My ex wife, with tearful eyes pleaded with me to just tell her if ever I became involved with someone else. That to lie, and to allow her to continue believing something false, was what her dad had done to her mom, and just wouldnt be able to stand it.

I told her how committed to her I was, that I wanted to grow old with her, she smiled.

Fourteen years later she out of the blue tells me she is not in love with me anymore. 
I type the search phrase "I love you but am not in love with you" in the yahoo search box and am directed to a story here on TAM. 
This was the first time I had any inclination to think something was going on.
As soon as I check the cell phone bill, and see pages and pages of calls all day long to the same ex-boyfriend, my world was crushed.

No chance at R. Even telling her that I thought to divorce was a mistake, and that her recent trip to the doctor for anxiety (wonder what for) had amounted to her getting a prescription for xanax. 

A few months go by, thinking that perhaps we would work it out somehow. But it was all a charade. She continued to msg him, then finds out he was a doosh, and calls up a different old boyfriend, who now lives in my house, and sleeps next to her.


----------



## arbitrator (Feb 13, 2012)

Shooboomafoo said:


> As soon as I check the cell phone bill, and see pages and pages of calls all day long to the same ex-boyfriend, my world was crushed.
> 
> A few months go by, thinking that perhaps we would work it out somehow. But it was all a charade. She continued to msg him, then finds out he was a doosh, and calls up a different old boyfriend, who now lives in my house, and sleeps next to her.


Sorry to hear that, *Shoo*! Your story has a lot of similarities to mine. I know exactly what it is that you're going through!


----------



## happyman64 (Jan 12, 2012)

John

My wife told me before we were married that if I ever cheated on her I would never see my 3 children and she would leave me penniless.

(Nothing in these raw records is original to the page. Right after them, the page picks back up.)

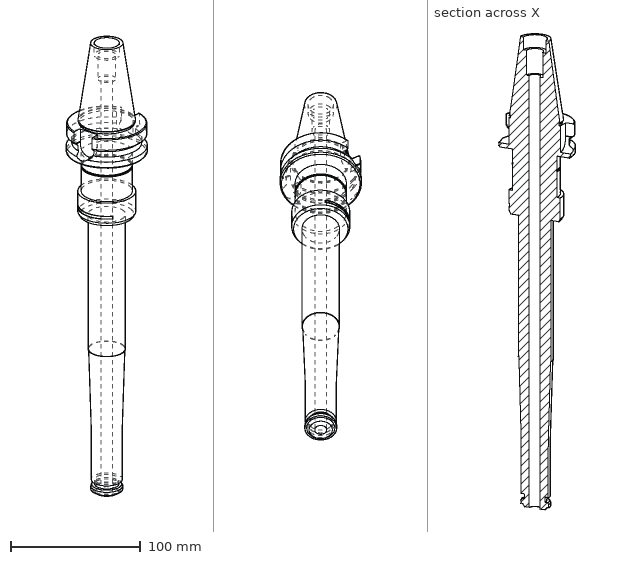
import cadquery as cq

total_length = 381.0
taper_length = 65.5
gauge_height = total_length - taper_length
flange_top = gauge_height - 2.0
flange_bottom = gauge_height - 27.0
neck_groove_bottom = 276.0
collar_top = 255.2
collar_bottom = 235.5
shank_bottom = 121.0
tip_top = 51.0
tip_bottom = 10.3
nut_top = 6.5

taper_small_dia = 25.0
taper_large_dia = 44.5
taper_relief_dia = 43.0
flange_dia = 63.0
upper_flange_dia = 62.0
groove_dia = 54.0
neck_dia = 39.5
neck_groove_dia = 38.5
collar_dia = 45.0
shank_dia = 29.0
shank_taper_dia = 28.0
tip_dia = 24.0
nut_neck_dia = 18.5
nut_dia = 24.8
nut_face_dia = 18.0
nut_cone_dia = 21.7

groove_upper_edge = 304.0
groove_floor_top = 301.0
groove_floor_bottom = 296.5
groove_lower_edge = 294.0

rim_chamfer = 1.0
upper_rim_chamfer = 0.8
collar_chamfer_height = 2.5
collar_chamfer_width = 1.5
neck_groove_width = 1.0
nut_cone_height = 2.3
nut_rim_chamfer_height = 1.5
nut_rim_chamfer_width = 0.8

slot_width = 16.0
slot_mouth_width = 18.0
slot_mouth_bottom = 303.0
slot_floor_radius = 22.5
slot_floor_fillet = 1.0
slot_bottom = 292.0

mouth_dia = 19.5
mouth_depth = 10.3
thread_dia = 13.7
thread_depth = 30.5
bore_dia = 9.0

band_bottom = 241.5
band_height = 2.3
band_depth = 0.5
band_width = 34.3


def turned_body():
    """Revolve the outer half profile, listed as (diameter, height) from nose to taper end."""
    outline = [
        (0, 0),
        (nut_face_dia, 0),
        (nut_cone_dia, nut_cone_height),
        (nut_dia, nut_cone_height),
        (nut_dia, nut_top - nut_rim_chamfer_height),
        (nut_dia - 2 * nut_rim_chamfer_width, nut_top),
        (nut_neck_dia, nut_top),
        (nut_neck_dia, tip_bottom),
        (tip_dia, tip_bottom),
        (tip_dia, tip_top),
        (shank_taper_dia, shank_bottom),
        (shank_dia, shank_bottom),
        (shank_dia, collar_bottom),
        (collar_dia - 2 * collar_chamfer_width, collar_bottom),
        (collar_dia, collar_bottom + collar_chamfer_height),
        (collar_dia, collar_top),
        (neck_dia, collar_top),
        (neck_dia, neck_groove_bottom),
        (neck_groove_dia, neck_groove_bottom),
        (neck_groove_dia, neck_groove_bottom + neck_groove_width),
        (neck_dia, neck_groove_bottom + neck_groove_width),
        (neck_dia, flange_bottom),
        (flange_dia - 2 * rim_chamfer, flange_bottom),
        (flange_dia, flange_bottom + rim_chamfer),
        (flange_dia, groove_lower_edge),
        (groove_dia, groove_floor_bottom),
        (groove_dia, groove_floor_top),
        (upper_flange_dia, groove_upper_edge),
        (upper_flange_dia, flange_top - upper_rim_chamfer),
        (upper_flange_dia - 2 * upper_rim_chamfer, flange_top),
        (taper_relief_dia, flange_top),
        (taper_relief_dia, gauge_height),
        (taper_large_dia, gauge_height),
        (taper_small_dia, total_length),
        (0, total_length),
    ]
    points = [(diameter / 2, height) for diameter, height in outline]
    return cq.Workplane("XZ").polyline(points).close().revolve(360, (0, 0), (0, 1))


def key_slot():
    """Cutter for the front slot: round-bottomed, with a wider mouth across the upper flange."""
    half_width = slot_width / 2
    arc_center = slot_bottom + half_width
    narrow_part = (
        cq.Workplane("XZ", origin=(0, -slot_floor_radius, 0))
        .moveTo(-half_width, gauge_height)
        .lineTo(-half_width, arc_center)
        .threePointArc((0, slot_bottom), (half_width, arc_center))
        .lineTo(half_width, gauge_height)
        .close()
        .extrude(flange_dia)
    )
    mouth_height = gauge_height - slot_mouth_bottom
    mouth = (
        cq.Workplane("XZ", origin=(0, -slot_floor_radius, slot_mouth_bottom + mouth_height / 2))
        .rect(slot_mouth_width, mouth_height)
        .extrude(flange_dia)
        .faces(">Y")
        .edges("|Z")
        .fillet(slot_floor_fillet)
    )
    return narrow_part.union(mouth)


def bore():
    """Through bore, widened in two steps towards the taper end."""
    cutter = cq.Workplane("XY").circle(bore_dia / 2).extrude(total_length)
    for diameter, depth in ((thread_dia, thread_depth), (mouth_dia, mouth_depth)):
        step = (
            cq.Workplane("XY", origin=(0, 0, total_length - depth))
            .circle(diameter / 2)
            .extrude(depth)
        )
        cutter = cutter.union(step)
    return cutter


def collar_band():
    """Shallow arc-shaped recess around the front of the collar."""
    ring = (
        cq.Workplane("XY", origin=(0, 0, band_bottom))
        .circle(collar_dia / 2)
        .circle(collar_dia / 2 - band_depth)
        .extrude(band_height)
    )
    window = (
        cq.Workplane("XY", origin=(0, 0, band_bottom))
        .rect(band_width, collar_dia)
        .extrude(band_height)
        .translate((0, -collar_dia / 2, 0))
    )
    return ring.intersect(window)


front_slot = key_slot()
back_slot = front_slot.mirror("XZ")
result = turned_body().cut(bore()).cut(collar_band()).cut(front_slot).cut(back_slot)

It was not a threat but a promise.

I believed her then and I believe her to this very day.

HM


----------



## arbitrator (Feb 13, 2012)

happyman64 said:


> John
> 
> My wife told me before we were married that if I ever cheated on her I would never see my 3 children and she would leave me penniless.
> 
> ...


*Then you've got yourself a helluva wife there, Happy: one that's literally worth her weight in gold!*


----------



## Shooboomafoo (Mar 30, 2011)

With a kid involved, you never get a chance to get away from this person that wounded you so deeply. For me, being, the most important thing in my life was my family, even knowing my marriage was pretty crappy, I had always hoped eventually we would be able to get into a MC, and my wife would finally find out how much joy can be had by truly "sharing" in a loving relationship. You know, like those people that live in the Gobi desert, that have nothing at all, yet, find the internal power to laugh with their grandchildren, and knowing nothing more, are still content. How many of us fight to simply feel content these days.

It was a tidal wave that did not ask forgiveness, just crash and on its way.
In a period of six months, my entire life was changed, and there was someone else living in my house, pretending to be a cohesive family type unit,, despite the change of characters.


----------



## happyman64 (Jan 12, 2012)

arbitrator said:


> *Then you've got yourself a helluva wife there, Happy: one that's literally worth her weight in gold!*


Yes Arb I do!


----------



## Acoa (Sep 21, 2012)

I travelled a lot on business and she was always worried I would cheat. I had to check in with her frequently, which didn't bother me. We talked frequently about the boundaries I set while on trips with clients, coworkers and vendors of the opposite sex. 

Then years later after my travel calms down I find out she had multiple cybersex relationships going on behind my back. Words cannot express the pain.


----------